Six Minutes War Madness-Full Fathom six, recensione
Per chi ancora stolto ed ingenuo non conoscesse i mitologici Six Minute War Madness, dedichiamo le prime scarne righe d’incipit ad un excursus bonsai relativo all’aspetto storiografico della band. Il gruppo (fondamentalmente) noise, proveniente da Milano, ha trovato le sue dolci primavere tra il 1992, anno di nascita, ed il 2002, periodo di chiusura dell’eclettico progetto di Xabier Iriondo, Federico Ciappini, Paolo Cantù, Massimo Marini e Daniele Misirliyan.
In quei primi anni di follia compositiva il combo ha maturato gli intenti attorno al 7 pollici d’esordio “Holy Joe/eversong”, per poi annidarsi attorno ad unomonimo full legnht. Senza vedere troppa acqua scorrere sotto i ponti la band regala alle stampe prima “Il vuoto elettrico” e poi una vera perla compositiva conosciuta sotto il nome “Full Fathom six”, oggi ristampata in versione extended-deluxe dal trittico Wallace/Il Verso del Cinghiale/Santeri.
Ma era necessaria questa ristampa?
A dire il vero, prima di sentire il doppio disco, non ne avevo la minima idea! Anzi…personalmente non sono mai troppo favorevole alle ristampe (non solo nell’abito musicale), forse avrei preferito una collection di sole rarità o magari qualche nuovo brano, perché il disco appartiene al suo tempo così come è, e non al catapultato futuro, che solitamente non riesce ad accoglierlo con naturalezza. L’altro lato della medaglia è però rappresentata dalla necessità di divulgare, di alloggiare le richieste dei fan, oppure di fornire una versione modernizzata del suono.
Insomma una doppia lama che lascia aperta la fessura nei confronti di divergenti punti di vista.
Pertanto a prescindere dalla urgenza e dall’obbligatorietà di questa ristampa, ci (ri)troviamo di fronte ad un disco essenziale nell’ambito out rock, che chi non ha ancora ascoltato, ha l’obbligo morale di annetterlo a sé, per godere di tracce tanto geniali, quanto senza compromessi.

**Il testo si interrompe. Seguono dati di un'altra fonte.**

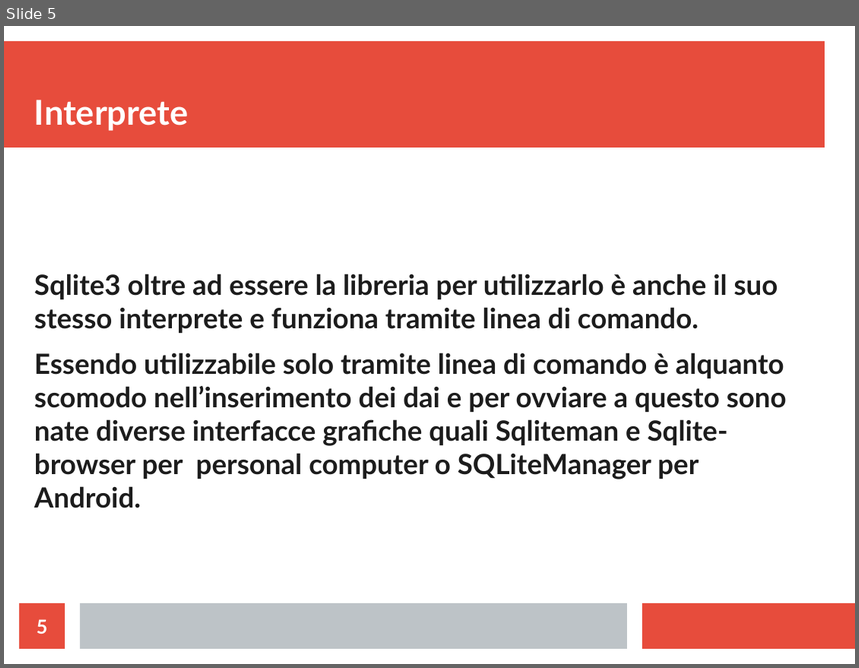
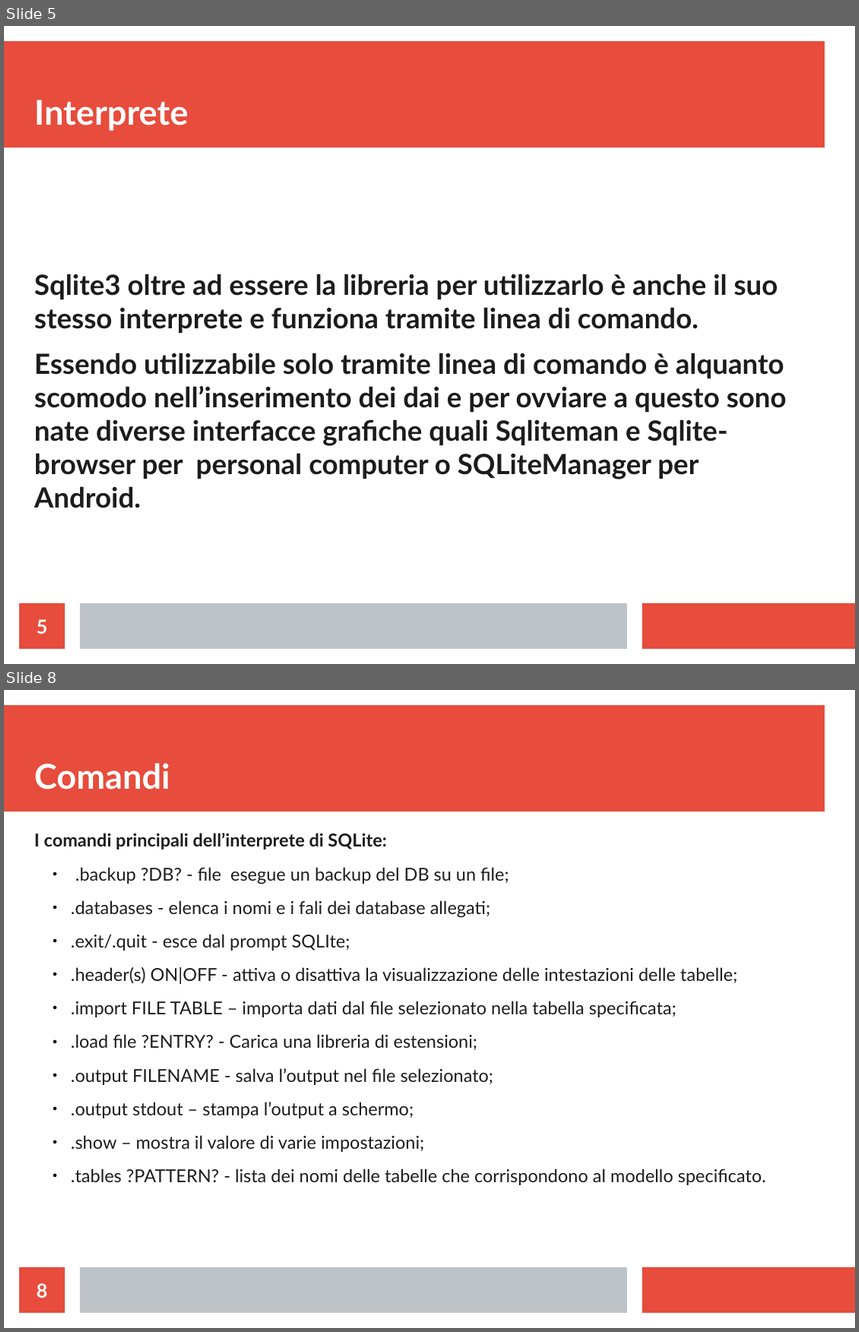
Before and after one commit to MicheleLadisa/cose, a slide deck: lavoriVari/SqlitePresentazione.odp. Shown one above the other, each under a label of ours: slide 5 before the commit, slides 5 and 8 after it; the slides between them are not shown. The pictures are 859x668 and 859x1332 pixels, drawn with LibreOffice and Linux fonts; fonts in the diff are those of the drawing. Boxes give left, top, right and bottom in pixels: in the first picture for what was removed or moved away, otherwise in the second. Text is boxed around its words. In the diff, an @@ line names an element or a change of style, - is before the commit and + after.

Commit message:
sqlite presentazione

```diff
--- a/lavoriVari/SqlitePresentazione.odp
+++ b/lavoriVari/SqlitePresentazione.odp
@@ slide 8 added at bbox=[4, 690, 855, 1328], background #FFFFFF; not listed: 3 template elements that a slide beside it also shows @@
@@ title added at bbox=[34, 763, 170, 790], 32 pt, text #FFFFFF, bold @@
+Comandi
@@ text added at bbox=[34, 833, 766, 1186], 16.6 pt, text #1C1C1C @@
+I comandi principali dell’interprete di SQLite:
+  ● .backup ?DB? - file esegue un backup del DB su un file;
+  ● .databases - elenca i nomi e i fali dei database allegati;
+  ● .exit/.quit - esce dal prompt SQLIte;
+  ● .header(s) ON|OFF - attiva o disattiva la visualizzazione delle intestazioni delle tabelle;
+  ● .import FILE TABLE – importa dati dal file selezionato nella tabella specificata;
+  ● .load file ?ENTRY? - Carica una libreria di estensioni;
+  ● .output FILENAME - salva l’output nel file selezionato;
+  ● .output stdout – stampa l’output a schermo;
+  ● .show – mostra il valore di varie impostazioni;
+  ● .tables ?PATTERN? - lista dei nomi delle tabelle che corrispondono al modello specificato.
@@ page number added at bbox=[19, 1268, 65, 1313], fill #E74C3C, 18 pt, text #FFFFFF, bold @@
+8
```
Also in this commit, not shown: 6 other slides added, 1 slide removed, 1 other file.

Il cd sfoggia una tra le migliori forze alternative degli ultimi anni, come dimostra la magnifica traccia iniziale “Incubi”, che solleva un inquietudine interiore ed ansiogena, velata di verismo e al contempo di oniricità, con le sue ripetizioni tipiche del mondo morfeico.Come nei peggiori pensieri, la vocalità sussurrata acuisce il senso di disperato disorientamento, allineato attraverso alcuni picchi sonori di un post noise ben calibrato. Il disco scorre via frastagliato tra una serie di untitled, semplici e allo stesso istante complessi, che raccolgono voglie noisy attorno a curiosi microbrani, che talvolta lasciano libera la strada per esplosioni artistiche, come accade per “Uomini cattivi non ho più l’eta per lasciarvi vivi”, una delle migliori tracce dell’album, grezzamente trasporta dallo spirito dei primi Afterhours, da cui Iriondo proviene. Passaggi sgarbati e importunanti, definiscono una linea di cantato aperta che procede verso un’originale alternanza tra urla e sussurrii.
Se è vero che la titletrack offre spazio ad un indie-space, è altrettanto vero che la sezione ritmica volutamente malcerta offre, in collaborazione con il variabile incedere della chitarra, un climax ondulatorio, arrivando a porgere una pienezza musicata delineata attorno ad un’andatura schizofrenica, che combatte noia e routine.
Non mancano poi momenti di acida dolcezza in emersione da “Un filo di vita” e dalla dolce nenia post rock “VI Moravia”, che con i suoi 10 minuti, funge da camera di decompressione di un rumorismo acquatico, variabile ed inusual,e che arriva alla completa deflagrazione con “Prima noia” puro noise dagli intarsi elettronici .
Oltre allo sviluppo originale di 10 anni addietro la Wallace e soci offrono una serie di corposi regali, che vanno ben oltre al live al Bloom di Mezzago, del maggio 2000. Infatti a corredo dell’originale elefante in bianco e nero, fan, curiosi e neofiti potranno trovare ben 18 tracce bonus estratte da curiosi e rarissimi demo del 1992 e pre-produzioni da collezione. A tutto ciò si aggiunge il primo Ep “Lubrificant for your mind”, che il gruppo pubblicò all’inizio della sua carriera ”, brani tratti da alcune compilation e dulcis in fundo il live a Radio Popolare del febbraio 1998.
Insomma un excursus storico di indubbio valore, racchiuso in un digipack in cui, il gruppo agli esordi ci trasporta con il suo noise perforante ad un oggi che purtroppo è solo ieri , in attesa di un futuro tanto incerto quanto indefinito.